Yes, you are correct.

The formal RDM terminology is "Command Port" and "Responder Port". A 1-in, 2-out RDM splitter would have 2 Command Ports and 1 Responder Port. The two command ports would have the line biasing network described in Figure 2-1 with R1, Rt1, and R2 built into the splitter for each port.

The 1 responder port may have the switchable 120 ohm termination.

See the attached diagram for details.

Quote:
Originally Posted by ELMVideo View Post
As for the 485 IC's (75176) the 'R' data out of theses IC's need to combine to 'simulate' a collision. Just to verify,
You can combine them to simulate a collision internally, but you don't have to.

In RDM, collisions will only occur during the discovery response period. On a single 485 segment, the effects of a collision are primarily analog with multiple 485 line drivers driving both high and low.

But, when you have a splitter, there can can be one or more responders on each 485 segment connected to the splitter. That means each segment will have its own analog effects. So which should you pass back to the responder port? You can AND all of the downstream segments together and drive that on to the responder port. Or, you can pick any segment that has activity (Typically the first falling edge on any downstream segment) and pass that segment back to the upstream port. Either is fine. The console should interpret *any* activity as a positive response and continue further down the discovery tree.

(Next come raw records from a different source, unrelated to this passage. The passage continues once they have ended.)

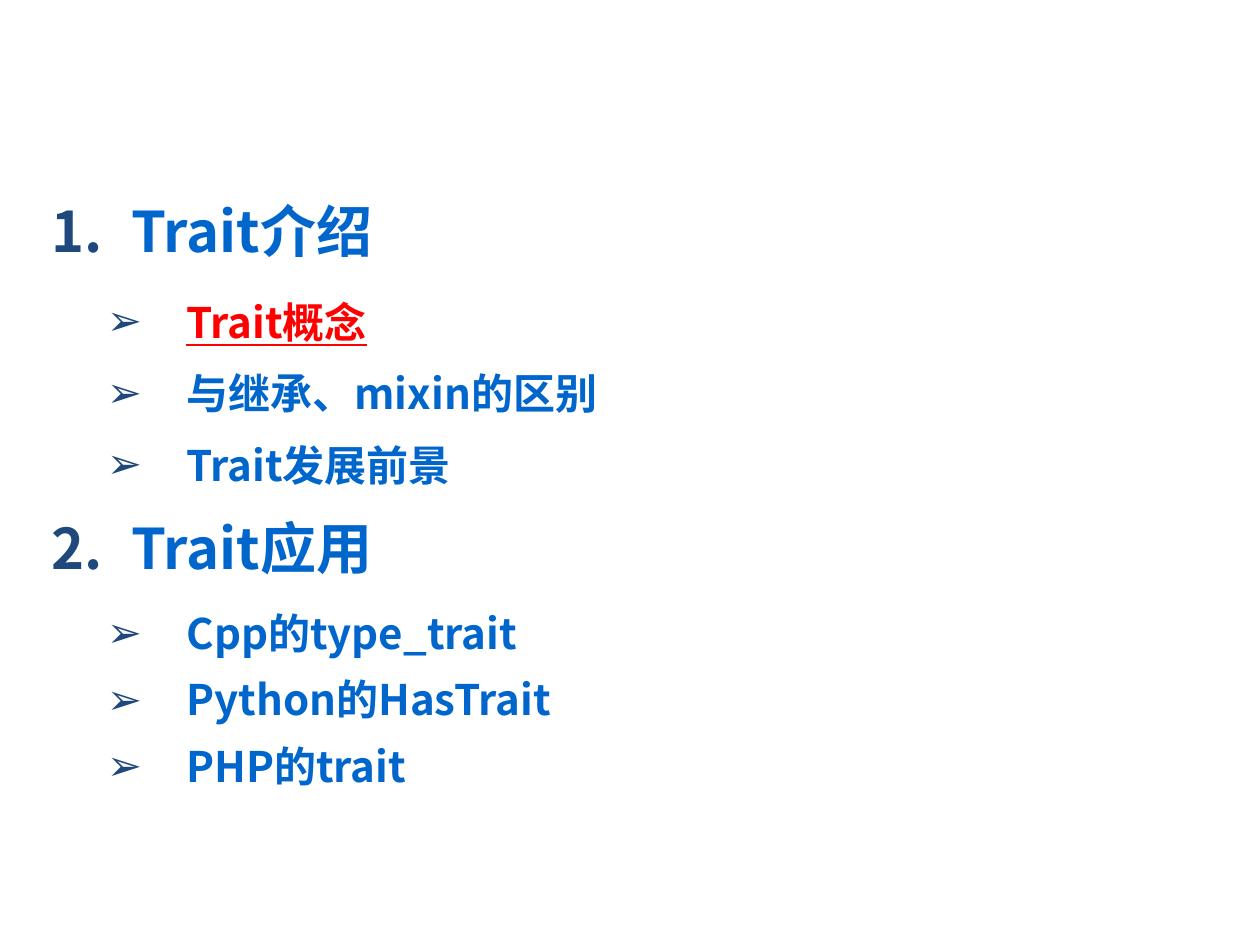
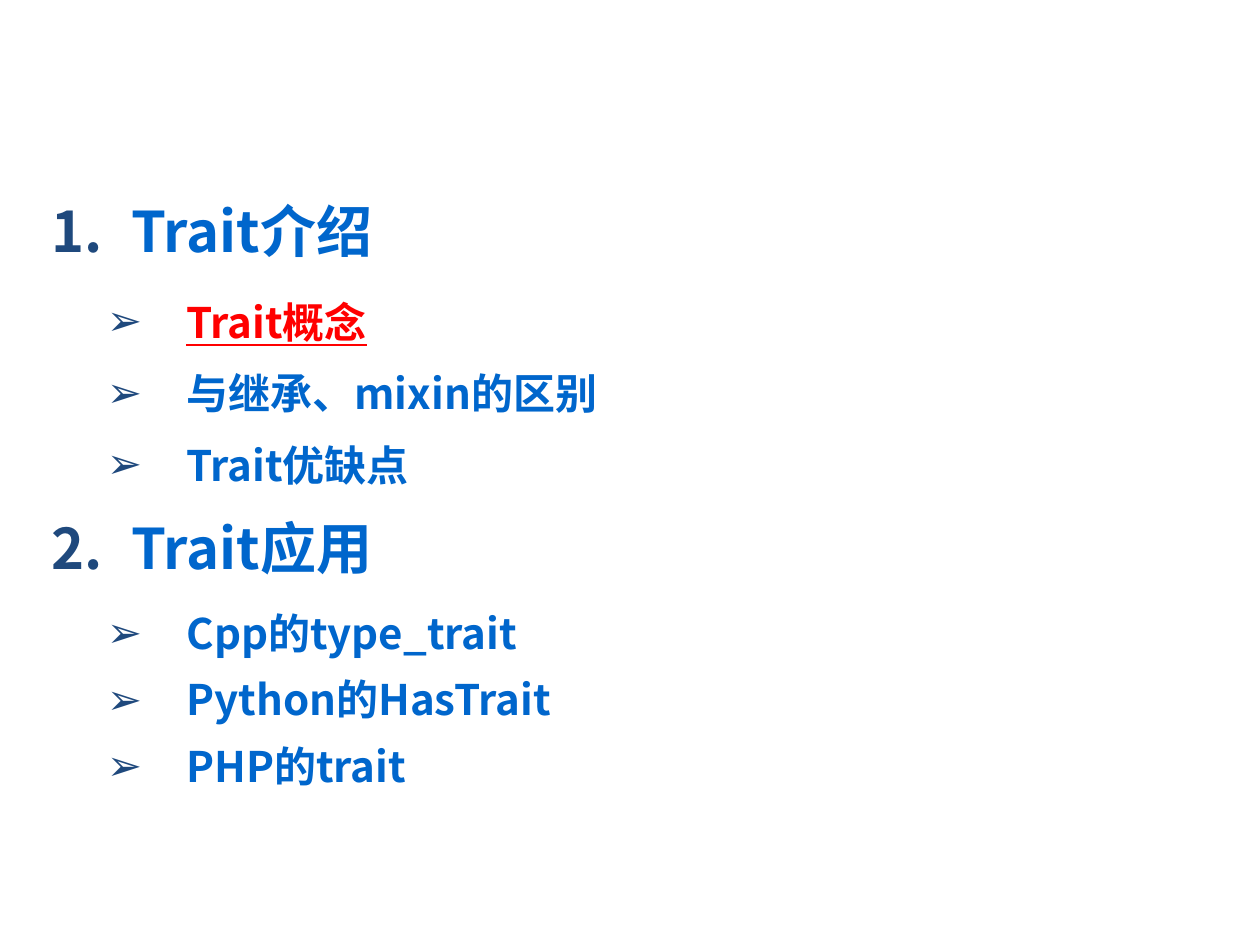
Before and after one commit to 2017-CompilerH-a3/Teamwork-Traits, a slide deck: slide 3 of trait.ppt. Drawn at 1260x945 pixels with LibreOffice and Linux fonts; fonts in the diff are those of the drawing; background and template pictures are left out. Boxes give left, top, right and bottom in pixels: in the first picture for what was removed or moved away, otherwise in the second. Text is boxed around its words. In the diff, an @@ line names an element or a change of style, - is before the commit and + after.

```diff
--- a/trait.ppt
+++ b/trait.ppt
@@ text at (186, 445, 408, 485): text changed @@
-  ➢ Trait发展前景
+  ➢ Trait优缺点
```
Also in this commit, not shown: 3 other slides changed.

Technically picking one port rather than ANDing them all together can result in slightly faster discovery because it will cut down on the number of collisions. The first port to see a response may have a clean DUB response that the controller can decode and then mute the device directly, and other ports won't have a chance to interfere. But it practice the difference is minimal. (In the attached diagram, if responders #2, #3, and #4 all tried to respond, and the top port on the splitter triggered first, the controller would see a clean DUB response from #2 since #3 and #4 wouldn't have a chance to collide)

One thing to watch out for: You need to make sure that you account for other responders being present on the same segment as you splitter's upstream port. You can't just blindly turn on the Transmit Enable for the responder port during the discovery response period because it can mask valid responses from other devices. You have to wait until you see an edge on one of the downstream ports and then turn on Transmit Enable.

Using the diagram, if only #1 is responding to a DUB request, the splitter should not turn on its transmit enable.


Quote:
Originally Posted by ELMVideo View Post
Thanks again,
Glad we could help.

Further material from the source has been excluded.